A peripherally inserted central catheter (PICC), sometimes called a PICC line, is similar to a midline in that it's inserted into a vein in the upper arm, but the catheter is longer so that the tip lies in the superior vena cava.
The indications for midline and PICC line catheters are similar, but midline catheters are easier to place and have lower risks of infection. However, PICC lines can remain for longer, up to 1 year.
Tunneled central venous catheters
A tunneled central venous catheter (of which Hickman catheter is the most well known type) is a type of catheter which is inserted into the skin 10 - 20 centimetres away from the entry point of the central vein, usually somewhere on the lower thorax. The catheter is placed in a "tunnel" under the skin from the entry point to the right subclavian vein, where it is inserted, and the tip is placed in the superior vena cava.

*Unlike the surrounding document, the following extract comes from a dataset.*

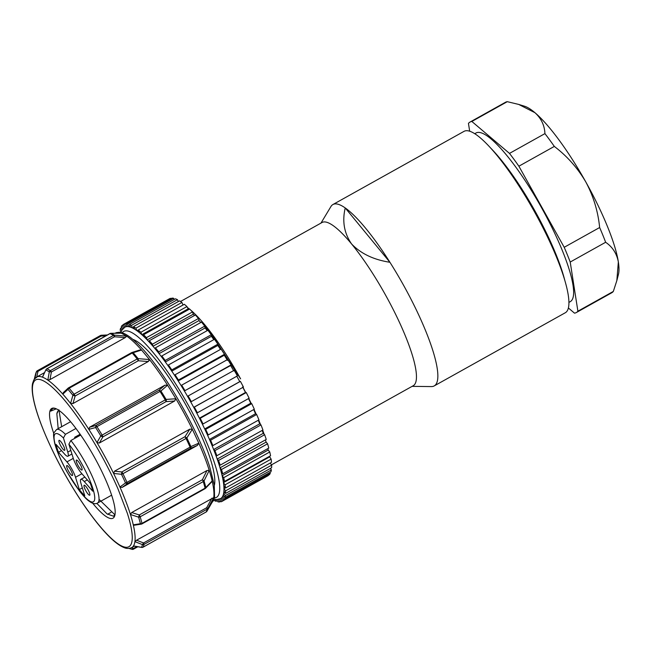 <?xml version="1.0" encoding="UTF-8"?>
<svg xmlns="http://www.w3.org/2000/svg" width="651" height="651" viewBox="0 0 651 651"><rect width="100%" height="100%" fill="white"/><g stroke="black" fill="none" stroke-linecap="round" stroke-linejoin="round"><path stroke-width="0.98" d="M271.467 464.855L413.173 385.758A93.484 20.075 -119.2 0 0 386.767 297.287A93.484 20.075 -119.2 0 0 351.63 244.011A93.484 20.075 -119.2 0 0 322.05 222.496L180.53 301.486M264.119 434.201L262.678 430.148M260.522 424.509L258.691 420.017M256.177 414.174L254.02 409.398M251.196 403.425L248.747 398.453M245.704 392.496L242.969 387.345M204.406 325.703L211.339 334.248L240.601 378.874A93.484 20.075 -119.2 0 0 190.613 310.006M189.514 309.095A93.484 20.075 -119.2 0 0 187.285 307.394M238.811 379.81L238.063 378.491M240.601 378.874L212.372 335.59M412.099 386.36L431.426 386.58A103.875 22.305 -119.2 0 0 434.184 385.929L565.288 312.757A103.875 22.305 -119.2 0 0 565.922 284.365A103.875 22.305 -119.2 0 0 476.345 134.773A103.875 22.305 -119.2 0 0 464.041 131.347L332.938 204.528A103.875 22.305 -119.2 0 0 330.936 206.53L320.976 223.098M434.184 385.929A103.875 22.305 -119.2 0 0 389.916 262.272A103.875 22.305 -119.2 0 0 345.233 207.946A103.875 22.305 -119.2 0 0 332.938 204.528M389.916 262.272L345.233 207.946C342.052 221.307 344.184 233.327 351.63 244.011C360.906 253.67 373.666 259.757 389.916 262.272M170.554 298.304A101.279 21.743 -119.2 0 0 169.431 298.76L123.364 324.467A101.279 21.743 60.8 0 1 124.487 324.019L170.554 298.304L170.806 298.776M173.646 298.288A101.279 21.743 -119.2 0 0 171.978 298.125L125.912 323.832A101.279 21.743 60.8 0 1 127.58 324.003L173.646 298.288L174.232 299.468M177.454 299.68A101.279 21.743 -119.2 0 0 175.428 298.801L129.362 324.507A101.279 21.743 60.8 0 1 131.396 325.386L177.454 299.68L178.325 301.559M181.922 302.446A101.279 21.743 -119.2 0 0 179.562 300.868L133.504 326.574A101.279 21.743 60.8 0 1 135.856 328.161L181.922 302.446L183.012 305.018M186.959 306.548A101.279 21.743 -119.2 0 0 184.323 304.294L138.256 330.008A101.279 21.743 60.8 0 1 140.893 332.262L186.959 306.548L188.578 309.607M192.509 311.927A101.279 21.743 -119.2 0 0 189.62 309.03L143.554 334.744A101.279 21.743 60.8 0 1 146.442 337.641L192.509 311.927L193.266 314.189L194.503 315.491M198.465 318.494A101.279 21.743 -119.2 0 0 195.381 315.003L149.315 340.709A101.279 21.743 60.8 0 1 152.399 344.2L198.465 318.494L199.043 320.544L200.736 322.538M204.748 326.135A101.279 21.743 -119.2 0 0 201.509 322.107L155.443 347.821A101.279 21.743 60.8 0 1 158.681 351.849L204.748 326.135L205.13 327.949L207.205 330.635M211.25 334.744A101.279 21.743 -119.2 0 0 207.905 330.244L161.839 355.951A101.279 21.743 60.8 0 1 165.183 360.459L211.25 334.744L211.429 336.282L213.829 339.635M217.865 344.184A101.279 21.743 -119.2 0 0 214.48 339.277L168.414 364.983A101.279 21.743 60.8 0 1 171.799 369.89L217.865 344.184L217.841 345.429L220.502 349.408M224.497 354.299A101.279 21.743 -119.2 0 0 221.12 349.058L175.054 374.773A101.279 21.743 60.8 0 1 178.431 380.005L224.497 354.299L224.278 355.226L227.5 360.385M231.048 364.926A101.279 21.743 -119.2 0 0 227.72 359.45L181.662 385.164A101.279 21.743 60.8 0 1 184.982 390.641L231.048 364.926L230.617 365.528L233.758 370.883M237.395 375.912A101.279 21.743 -119.2 0 0 234.189 370.281L188.123 395.987A101.279 21.743 60.8 0 1 191.329 401.626L237.395 375.912M123.364 324.467A101.279 21.743 60.8 0 0 123.194 324.564L124.74 327.274A98.163 21.076 60.8 0 1 124.878 327.184A98.163 21.076 60.8 0 1 125.952 326.753A98.163 21.076 60.8 0 1 127.376 326.574A98.163 21.076 60.8 0 1 128.947 326.729A98.163 21.076 60.8 0 1 130.729 327.241A98.163 21.076 60.8 0 1 132.633 328.063A98.163 21.076 60.8 0 1 134.741 329.251A98.163 21.076 60.8 0 1 136.954 330.741A98.163 21.076 60.8 0 1 139.355 332.588A98.163 21.076 60.8 0 1 141.837 334.712A98.163 21.076 60.8 0 1 144.498 337.185A98.163 21.076 60.8 0 1 147.207 339.912A98.163 21.076 60.8 0 1 150.08 342.979A98.163 21.076 60.8 0 1 152.977 346.259A98.163 21.076 60.8 0 1 156.02 349.88A98.163 21.076 60.8 0 1 159.064 353.664A98.163 21.076 60.8 0 1 162.229 357.765A98.163 21.076 60.8 0 1 165.362 362.005A98.163 21.076 60.8 0 1 168.601 366.529A98.163 21.076 60.8 0 1 171.783 371.143A98.163 21.076 60.8 0 1 175.029 376.018A98.163 21.076 60.8 0 1 178.211 380.941A98.163 21.076 60.8 0 1 181.434 386.092A98.163 21.076 60.8 0 1 184.55 391.243A98.163 21.076 60.8 0 1 187.691 396.589A98.163 21.076 60.8 0 1 190.71 401.887A98.163 21.076 60.8 0 1 193.721 407.347L194.34 407.078A101.279 21.743 60.8 0 1 197.391 412.791L243.45 387.076A101.279 21.743 -119.2 0 0 240.406 381.372L239.788 381.632L236.777 376.18M239.788 381.632L193.721 407.347A98.163 21.076 60.8 0 1 196.586 412.71A98.163 21.076 60.8 0 1 199.418 418.186L200.215 418.267A101.279 21.743 60.8 0 1 203.055 423.947L249.121 398.241A101.279 21.743 -119.2 0 0 246.281 392.553L245.484 392.472L242.652 386.995M245.484 392.472L199.418 418.186A98.163 21.076 60.8 0 1 202.079 423.532A98.163 21.076 60.8 0 1 204.691 428.944L250.757 403.229L248.519 398.575M212.877 445.585L211.616 444.511A98.163 21.076 60.8 0 0 209.459 439.449L210.59 440.206A101.279 21.743 60.8 0 1 212.877 445.585L258.943 419.871A101.279 21.743 -119.2 0 0 256.657 414.5L255.526 413.735L209.459 439.449A98.163 21.076 60.8 0 0 207.116 434.184A98.163 21.076 60.8 0 0 204.691 428.944L205.667 429.367A101.279 21.743 60.8 0 1 208.247 434.941L254.313 409.227A101.279 21.743 -119.2 0 0 251.725 403.653L250.757 403.238M255.526 413.735L253.687 409.585M211.608 444.503A98.163 21.076 60.8 0 1 213.65 449.532L214.92 450.614A101.279 21.743 60.8 0 1 216.873 455.708L262.939 430.002A101.279 21.743 -119.2 0 0 260.986 424.908L259.716 423.825L258.276 420.245M259.716 423.825L213.65 449.532A98.163 21.076 60.8 0 1 215.489 454.317A98.163 21.076 60.8 0 1 217.19 459.045L218.581 460.436A101.279 21.743 60.8 0 1 220.176 465.164L266.243 439.449A101.279 21.743 -119.2 0 0 264.648 434.722L263.264 433.338L262.215 430.401M267.585 443.787L221.519 469.501A101.279 21.743 60.8 0 1 222.723 473.79L268.79 448.075A101.279 21.743 -119.2 0 0 267.585 443.787L266.104 442.11L265.429 439.905M269.758 451.965L223.692 477.671A101.279 21.743 60.8 0 1 224.489 481.455L270.556 455.749A101.279 21.743 -119.2 0 0 269.758 451.965L268.204 450.036L267.862 448.596M271.117 459.118L225.059 484.824A101.279 21.743 60.8 0 1 225.433 488.047L271.5 462.332A101.279 21.743 -119.2 0 0 271.117 459.118L269.433 456.375M271.662 465.131L225.596 490.846A101.279 21.743 60.8 0 1 225.555 493.442L271.613 467.735A101.279 21.743 -119.2 0 0 271.662 465.131L270.222 463.048M271.369 469.924L225.303 495.631A101.279 21.743 60.8 0 1 224.831 497.576L270.897 471.861A101.279 21.743 -119.2 0 0 271.369 469.924L270.393 468.411M270.246 473.407L224.18 499.114A101.279 21.743 60.8 0 1 223.293 500.367L269.359 474.66A101.279 21.743 -119.2 0 0 270.246 473.407L269.717 472.528M268.31 475.531L222.251 501.237A101.279 21.743 60.8 0 1 222.081 501.335L268.147 475.629A101.279 21.743 -119.2 0 0 268.31 475.531L268.188 475.311M148.965 360.874L147.834 361.508M221.877 497.877L220.705 498.528A98.163 21.076 60.8 0 1 220.559 498.617L216.612 499.602L213.984 499.276M125.952 326.753L127.124 326.102M223.773 495.818L222.585 496.485A98.163 21.076 60.8 0 1 221.755 497.665A98.163 21.076 60.8 0 1 220.705 498.528M127.58 324.003L128.939 326.712L130.143 326.061M224.896 492.433L223.684 493.116A98.163 21.076 60.8 0 1 223.236 494.947A98.163 21.076 60.8 0 1 222.585 496.485M131.396 325.386L132.625 328.047L133.87 327.38M225.246 487.77L223.968 488.486A98.163 21.076 60.8 0 1 223.928 490.927A98.163 21.076 60.8 0 1 223.684 493.116L225.303 495.631M136.954 330.741L138.256 330.008L139.355 332.588M269.514 456.953L223.456 482.66A98.163 21.076 60.8 0 1 223.806 485.687A98.163 21.076 60.8 0 1 223.968 488.486L225.596 490.846M140.893 332.262L141.828 334.687L187.903 308.997M268.204 450.028L222.137 475.735A98.163 21.076 60.8 0 1 222.886 479.291A98.163 21.076 60.8 0 1 223.456 482.66L225.059 484.824M146.442 337.641L147.199 339.887L193.274 314.197M263.256 433.33L217.19 459.045A98.163 21.076 60.8 0 1 218.695 463.488A98.163 21.076 60.8 0 1 220.038 467.825L266.104 442.11M152.399 344.2L152.977 346.242L199.043 320.552M158.681 351.849L159.064 353.648L205.13 327.958M165.183 360.459L165.362 361.989L211.429 336.29M171.799 369.89L171.783 371.135L217.841 345.429M178.211 380.941L224.278 355.234M184.982 390.641L230.617 365.536M214.342 485.41A85.696 18.399 -119.2 0 0 186.129 405.418A85.696 18.399 -119.2 0 0 132.861 339.415M221.519 469.501L220.038 467.825A98.163 21.076 60.8 0 1 221.169 471.853A98.163 21.076 60.8 0 1 222.137 475.735M120.012 332.295L121.11 331.676M217.271 500.627L216.083 501.294A101.279 21.743 60.8 0 1 214.049 500.416L213.772 499.822M215.188 499.504L216.083 501.294M121.127 331.709L120.142 330.171A101.279 21.743 60.8 0 1 120.606 328.226L121.794 327.567M120.606 328.226L121.835 330.252M220.705 501.319L219.533 501.97A101.279 21.743 60.8 0 1 217.857 501.799L216.759 499.602M218.191 499.463L219.533 501.97M122.681 329.032L121.265 326.688A101.279 21.743 60.8 0 1 122.152 325.435L123.316 324.784M122.152 325.435L123.641 328.055M222.081 501.335A101.279 21.743 60.8 0 1 220.958 501.791L219.517 499.097M220.722 498.552L222.251 501.237M124.487 324.019L125.936 326.737M222.601 496.501L224.18 499.114M223.293 500.367L221.755 497.665M127.376 326.574L125.912 323.832M224.831 497.576L223.236 494.947M130.729 327.241L129.362 324.507M225.555 493.442L223.928 490.927M134.741 329.251L133.504 326.574M135.856 328.161L136.946 330.716M225.433 488.047L223.806 485.687M222.146 475.751L223.692 477.671M224.489 481.455L222.886 479.291M144.498 337.185L143.554 334.744M222.723 473.79L221.169 471.853M150.08 342.979L149.315 340.709M218.581 460.436L264.648 434.722M220.176 465.164L218.703 463.496M156.02 349.88L155.443 347.821M214.92 450.614L260.986 424.908M216.873 455.708L215.497 454.333M162.229 357.765L161.839 355.951M210.59 440.206L256.657 414.5M168.601 366.529L168.414 364.983M205.667 429.367L251.725 403.653M208.247 434.941L207.124 434.184M175.029 376.018L175.054 374.773M178.431 380.005L178.211 380.933M200.215 418.267L246.281 392.553M203.055 423.947L202.087 423.532M181.434 386.092L181.662 385.164M194.34 407.078L240.406 381.372M197.391 412.791L196.594 412.71M187.691 396.589L188.123 395.987M191.329 401.626L190.719 401.887M134.171 525.243L133.284 524.836A97.642 20.962 -119.2 0 0 130.452 514.518L131.697 512.54L206.985 470.518L209.248 470.372A97.642 20.962 60.8 0 1 212.153 480.951L211.559 482.033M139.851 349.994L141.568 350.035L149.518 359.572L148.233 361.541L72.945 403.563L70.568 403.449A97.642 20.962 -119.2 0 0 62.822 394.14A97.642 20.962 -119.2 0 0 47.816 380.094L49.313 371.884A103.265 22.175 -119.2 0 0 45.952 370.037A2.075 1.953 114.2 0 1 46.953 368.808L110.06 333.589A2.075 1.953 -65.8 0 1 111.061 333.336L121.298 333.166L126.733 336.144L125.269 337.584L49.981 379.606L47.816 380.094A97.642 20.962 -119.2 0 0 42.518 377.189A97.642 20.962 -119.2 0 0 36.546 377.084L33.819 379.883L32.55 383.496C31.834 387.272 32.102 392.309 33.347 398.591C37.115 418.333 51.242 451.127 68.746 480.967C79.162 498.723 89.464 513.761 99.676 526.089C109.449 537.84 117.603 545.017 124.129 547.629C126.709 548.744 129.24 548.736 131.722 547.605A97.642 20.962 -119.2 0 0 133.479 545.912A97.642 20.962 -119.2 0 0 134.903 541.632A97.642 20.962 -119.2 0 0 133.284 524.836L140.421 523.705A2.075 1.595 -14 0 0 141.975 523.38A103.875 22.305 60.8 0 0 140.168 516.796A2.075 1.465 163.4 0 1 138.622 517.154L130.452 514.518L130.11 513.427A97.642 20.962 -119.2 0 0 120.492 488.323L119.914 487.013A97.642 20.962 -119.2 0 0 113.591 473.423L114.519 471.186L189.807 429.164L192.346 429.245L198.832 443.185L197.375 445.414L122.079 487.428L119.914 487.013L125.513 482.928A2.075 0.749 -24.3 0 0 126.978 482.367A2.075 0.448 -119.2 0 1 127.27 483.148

Due to the longer distance from the entry point through the skin to the perforation of the central vein, the risk of infection is lower. The indications are the same as for regular non-tunneled central venous catheters.
Venous access port
A venous access port (VAP) is a form of central venous catheter where the distal end is placed in a central vein and the proximal end is connected to a small chamber that is placed surgically under the skin on the chest. The VAP can be palpated. To access the central vein, a specialised needle (VAP needle) is used to penetrate the overlying skin and into the small chamber. The chamber can be used 2000 times before it must be exchanged. This device is used in patients who require repeated infusions or blood tests over time.
Complications
During placement of CVCs, pneumothorax can occur. Accidental puncture of an artery is also possible. Other than that, the most common complication is infection, more specifically called central line-associated bloodstream infection (CLABSI). Sterile insertion and maintainance is essential to reduce the risk. CVCs should be removed when no longer needed.